# B'asia at 2.5 Years. Please Critique



## FourIsCompany (Jan 29, 2008)

We have tried and tried to get a good stack from this girl and this is about the best we've done. I would love to hear what you have to say about her. Just for fun. Thank you! 

To me, her head seems small and her ears too far out but I don't know that much about conformation, so I could use some input.


----------



## Zisso (Mar 20, 2009)

She is beautiful









I wish I had some advice or comments, but I know nothing about stacking.


----------



## Kayos and Havoc (Oct 17, 2002)

She is lovely! She has that unmistakable TeMar look to her.

I think a lot of long coats have what I call Tervy ears. The ear set seems more triangular like the Belgian Tervuren. Max's ears are this way too, B'asia's are not as wide set as Max's are.


----------



## GSDTrain (Apr 21, 2008)

She is beautiful!

I am no expert but here is what I see:

Nice dark eyes, beautiful coat, nice ear & tailset, nice flowing topline


----------



## Sashmom (Jun 5, 2002)

Im not expert either lol but love the face shots, shes beautiful!!


----------



## Stephanie17s (Jun 16, 2009)

She has a gorgeous face...I love it.


----------



## FourIsCompany (Jan 29, 2008)

Thanks for your thoughts! I do think she's pretty, too. It's rare I get a picture that captures her "look" but these face shots did.


----------



## Liesje (Mar 4, 2007)

I love her expression, pigment on the muzzle, shape and color of the eyes, and her ears.


----------



## lhczth (Apr 5, 2000)

She does have a very pretty expression. Her ear set is not bad. 

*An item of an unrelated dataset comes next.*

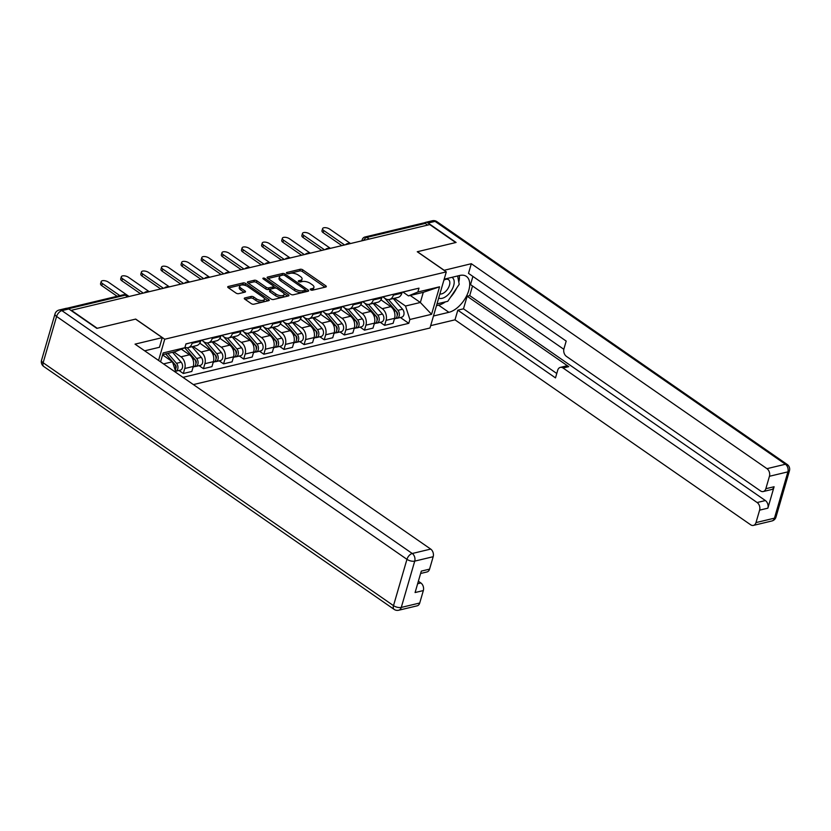 <?xml version="1.0" encoding="UTF-8"?>
<svg xmlns="http://www.w3.org/2000/svg" width="831" height="831" viewBox="0 0 831 831"><rect width="100%" height="100%" fill="white"/><g stroke="black" fill="none" stroke-linecap="round" stroke-linejoin="round"><path stroke-width="1.25" d="M310.576 289.801A1.298 0.571 16.2 0 0 312.352 290.216L325.814 286.996A1.859 0.81 16.2 0 0 326.313 286.622A1.859 0.81 16.2 0 0 325.794 285.802L302.785 269.857A1.859 0.81 16.2 0 0 300.24 269.265L286.788 272.485A1.298 0.571 16.2 0 0 286.425 272.745A1.298 0.571 16.2 0 0 286.788 273.316A1.298 0.571 16.2 0 0 288.575 273.731L290.31 273.316A5.952 2.597 16.2 0 1 298.454 275.175L300.375 276.505A5.952 2.597 16.2 0 1 302.037 279.133A5.952 2.597 16.2 0 1 300.417 280.317L298.672 280.733A1.298 0.571 16.2 0 0 298.319 280.982A1.298 0.571 16.2 0 0 298.682 281.564A1.298 0.571 16.2 0 0 300.458 281.969L302.204 281.553A5.952 2.597 16.2 0 1 310.347 283.423L312.269 284.753A5.952 2.597 16.2 0 1 313.931 287.381A5.952 2.597 16.2 0 1 312.3 288.554L310.565 288.97A1.298 0.571 16.2 0 0 310.212 289.23A1.298 0.571 16.2 0 0 310.576 289.801M244.792 297.965A1.859 0.81 16.2 0 0 244.283 298.339A1.859 0.81 16.2 0 0 244.802 299.16L251.263 303.627A1.859 0.81 16.2 0 0 253.808 304.219L268.756 300.635A1.859 0.81 16.2 0 0 269.254 300.271A1.859 0.81 16.2 0 0 268.735 299.451L245.727 283.496A1.859 0.81 16.2 0 0 243.182 282.914L228.234 286.487A1.859 0.81 16.2 0 0 227.725 286.861A1.859 0.81 16.2 0 0 228.245 287.682L236.046 293.083A1.859 0.81 16.2 0 0 238.59 293.665L244.989 292.138A1.859 0.81 16.2 0 0 245.498 291.774A1.859 0.81 16.2 0 0 244.979 290.954L241.104 288.274A4.976 2.171 16.2 0 1 239.723 286.072A4.976 2.171 16.2 0 1 242.932 284.971A4.976 2.171 16.2 0 1 247.887 286.643L263.032 297.145A4.976 2.171 16.2 0 1 264.424 299.347A4.976 2.171 16.2 0 1 261.214 300.448A4.976 2.171 16.2 0 1 256.26 298.776L253.735 297.02A1.859 0.81 16.2 0 0 251.191 296.438L244.792 297.965L244.511 298.921M164.735 339.225L135.692 319.083L97.248 328.287L71.321 310.316L429.783 224.578L455.7 242.548L417.255 251.741L446.299 271.882L164.735 339.225L158.576 360.446M290.653 294.216A1.859 0.81 16.2 0 0 293.198 294.797L308.145 291.224A1.859 0.81 16.2 0 0 308.644 290.85A1.859 0.81 16.2 0 0 308.124 290.029L285.116 274.074A1.859 0.81 16.2 0 0 282.571 273.492L267.624 277.066A1.859 0.81 16.2 0 0 267.115 277.44A1.859 0.81 16.2 0 0 267.634 278.26L290.653 294.216M288.45 295.929L273.503 299.503A1.859 0.81 16.2 0 1 270.958 298.921L247.939 282.966A1.859 0.81 16.2 0 1 247.42 282.145A1.859 0.81 16.2 0 1 247.929 281.782L254.328 280.255A1.859 0.81 16.2 0 1 256.872 280.836L266.2 287.308A1.859 0.81 16.2 0 0 268.745 287.89L272.994 286.872A1.859 0.81 16.2 0 0 273.503 286.508A1.859 0.81 16.2 0 0 272.984 285.677L263.261 278.946A1.298 0.571 16.2 0 1 262.897 278.375A1.298 0.571 16.2 0 1 263.739 278.084A1.298 0.571 16.2 0 1 265.037 278.52L288.43 294.745A1.859 0.81 16.2 0 1 288.949 295.566A1.859 0.81 16.2 0 1 288.45 295.929M193.394 384.587L429.991 327.996L446.299 271.882M369.224 239.068L366.814 237.396A3.791 2.701 76.5 0 0 364.986 236.991L423.436 223.009A3.791 2.701 76.5 0 1 425.275 223.425L366.814 237.396A3.791 2.078 124.7 0 0 363.625 240.408M427.674 225.087L425.275 223.425M393.655 294.216L393.375 295.161A8.715 6.222 76.5 0 1 389.417 299.482L397.935 297.446A8.715 6.222 -103.5 0 0 401.892 293.125L402.173 292.18M374.23 303.107L382.25 308.675A8.715 6.222 76.5 0 1 386.062 320.361L394.569 318.315A8.715 6.222 -103.5 0 0 390.767 306.639L380.941 299.825M394.569 318.315L393.125 323.311L384.608 325.347L380.245 322.324M389.417 299.482A8.715 6.222 76.5 0 1 385.2 298.537L382.8 296.864M386.062 320.361L384.608 325.347M373.524 299.025L373.244 299.97A8.715 6.222 76.5 0 1 369.286 304.291L377.804 302.255A8.715 6.222 -103.5 0 0 381.761 297.934L382.042 296.989M360.114 327.134L364.477 330.156L372.994 328.12L374.449 323.134A8.715 6.222 -103.5 0 0 370.636 311.459L360.81 304.645M369.286 304.291A8.715 6.222 76.5 0 1 365.069 303.346L362.669 301.684M354.099 307.927L362.119 313.495A8.715 6.222 76.5 0 1 365.931 325.17L364.477 330.156M353.393 303.845L353.123 304.79A8.715 6.222 76.5 0 1 349.155 309.111L357.673 307.075A8.715 6.222 -103.5 0 0 361.63 302.754L361.911 301.809M339.983 331.953L344.346 334.976L352.863 332.94L354.318 327.944A8.715 6.222 -103.5 0 0 350.505 316.268L340.689 309.454M349.155 309.111A8.715 6.222 76.5 0 1 344.938 308.166L342.538 306.494M333.969 312.736L341.998 318.304A8.715 6.222 76.5 0 1 345.8 329.98L344.346 334.976M333.262 308.654L332.992 309.599A8.715 6.222 76.5 0 1 329.024 313.921L337.542 311.885A8.715 6.222 -103.5 0 0 341.51 307.563L341.78 306.618M319.852 336.763L324.215 339.786L332.732 337.75L334.187 332.764A8.715 6.222 -103.5 0 0 330.385 321.078L320.558 314.274M329.024 313.921A8.715 6.222 76.5 0 1 324.807 312.975L322.407 311.313M313.838 317.556L321.867 323.124A8.715 6.222 76.5 0 1 325.669 334.8L324.215 339.786M313.131 313.474L312.861 314.419A8.715 6.222 76.5 0 1 308.893 318.74L317.411 316.704A8.715 6.222 -103.5 0 0 321.379 312.383L321.649 311.438M299.721 341.583L304.094 344.605L312.601 342.569L314.056 337.573A8.715 6.222 -103.5 0 0 310.254 325.897L300.427 319.083M308.893 318.74A8.715 6.222 76.5 0 1 304.686 317.785L302.276 316.123M293.707 322.366L301.736 327.933A8.715 6.222 76.5 0 1 305.538 339.609L304.094 344.605M293 318.283L292.73 319.229A8.715 6.222 76.5 0 1 288.762 323.55L297.28 321.514A8.715 6.222 -103.5 0 0 301.248 317.193L301.518 316.247M279.6 346.392L283.963 349.415L292.481 347.379L293.925 342.393A8.715 6.222 -103.5 0 0 290.123 330.707L280.296 323.903M288.762 323.55A8.715 6.222 76.5 0 1 284.555 322.605L282.145 320.943M273.576 327.185L281.605 332.753A8.715 6.222 76.5 0 1 285.407 344.429L283.963 349.415M272.88 323.103L272.599 324.048A8.715 6.222 76.5 0 1 268.631 328.37L277.149 326.334A8.715 6.222 -103.5 0 0 281.117 322.013L281.387 321.067M259.469 351.212L263.832 354.235L272.35 352.199L273.794 347.202A8.715 6.222 -103.5 0 0 269.992 335.527L260.165 328.712M268.631 328.37A8.715 6.222 76.5 0 1 264.424 327.414L262.025 325.752M253.445 331.995L261.474 337.563A8.715 6.222 76.5 0 1 265.276 349.238L263.832 354.235M252.749 327.913L252.468 328.858A8.715 6.222 76.5 0 1 248.511 333.179L257.018 331.143A8.715 6.222 -103.5 0 0 260.986 326.822L261.266 325.877M239.338 356.021L243.701 359.044L252.219 357.008L253.663 352.022A8.715 6.222 -103.5 0 0 249.861 340.336L240.034 333.532M248.511 333.179A8.715 6.222 76.5 0 1 244.293 332.234L241.894 330.572M233.324 336.815L241.343 342.372A8.715 6.222 76.5 0 1 245.155 354.058L243.701 359.044M232.618 332.732L232.337 333.678A8.715 6.222 76.5 0 1 228.38 337.999L236.897 335.963A8.715 6.222 -103.5 0 0 240.855 331.642L241.135 330.696M219.207 360.841L223.57 363.864L232.088 361.828L233.542 356.831A8.715 6.222 -103.5 0 0 229.73 345.156L219.903 338.342M228.38 337.999A8.715 6.222 76.5 0 1 224.162 337.043L221.763 335.381M213.193 341.624L221.212 347.192A8.715 6.222 76.5 0 1 225.024 358.867L223.57 363.864M212.487 337.542L212.217 338.487A8.715 6.222 76.5 0 1 208.249 342.808L216.766 340.772A8.715 6.222 -103.5 0 0 220.724 336.451L221.004 335.506M199.076 365.65L203.439 368.673L211.957 366.637L213.411 361.651A8.715 6.222 -103.5 0 0 209.599 349.965L199.783 343.161M208.249 342.808A8.715 6.222 76.5 0 1 204.031 341.863L201.632 340.191M193.062 346.444L201.092 352.001A8.715 6.222 76.5 0 1 204.893 363.687L203.439 368.673M192.356 342.362L192.086 343.307A8.715 6.222 76.5 0 1 188.118 347.628L196.635 345.582A8.715 6.222 -103.5 0 0 200.603 341.271L200.873 340.326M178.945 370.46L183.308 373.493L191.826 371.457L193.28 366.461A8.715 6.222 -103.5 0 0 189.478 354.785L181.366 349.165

Good withers, but then has a very obvious dip behind the withers that makes the rest of her topline look a bit roachy. Croup is rather steep and short. Very good angulation front and rear. I would like to see tighter feet. I think the coat is what makes her head look a bit small.


----------



## sitstay (Jan 20, 2003)

Who is her sire? I think she may be a half-sister to my Tanner.
Sheilah


----------



## FourIsCompany (Jan 29, 2008)

Her Sire is Wotan V TeMar. I have her half-brother, Jaia. I LOVE finding siblings!


----------



## sitstay (Jan 20, 2003)

Yup, Tanner is a half-brother! His sire is Wotan, too. I posted a couple of pictures of Tanner in the photo section just a couple of days ago.
Kathy is right. There is no mistaking that TeMar look.
Sheilah


----------



## Kayos and Havoc (Oct 17, 2002)

Hey what a small family. Havoc and Tanner are half brothers through thier dam!


----------



## Cassidy's Mom (Mar 30, 2003)

I don't know a thing about conformation, but I love her face!


----------



## WiscTiger (Sep 25, 2002)

Nice female, she has a lot of bone and her head is very feminine which is a bit unusual for big boned females. Most big boned females have a doggie head.

Nice expression. 

I see the dip Lisa is talking about, but it could be the way the coat is laying or growing.


----------



## FourIsCompany (Jan 29, 2008)

I took these the other day and I don't think that dip is showing... I could be wrong. In the pictures in the first post, the shadow of the awning is going right down the middle of her back. That might have something to do with it. 



















She is big (tall). She's taller than Jaia but weighs 15 lbs less.


----------



## lhczth (Apr 5, 2000)

The first photo there is still a slight dip. The second she doesn't show a dip, but now she has no withers at all.







I also still see a slight bit of a roach over her topline.


----------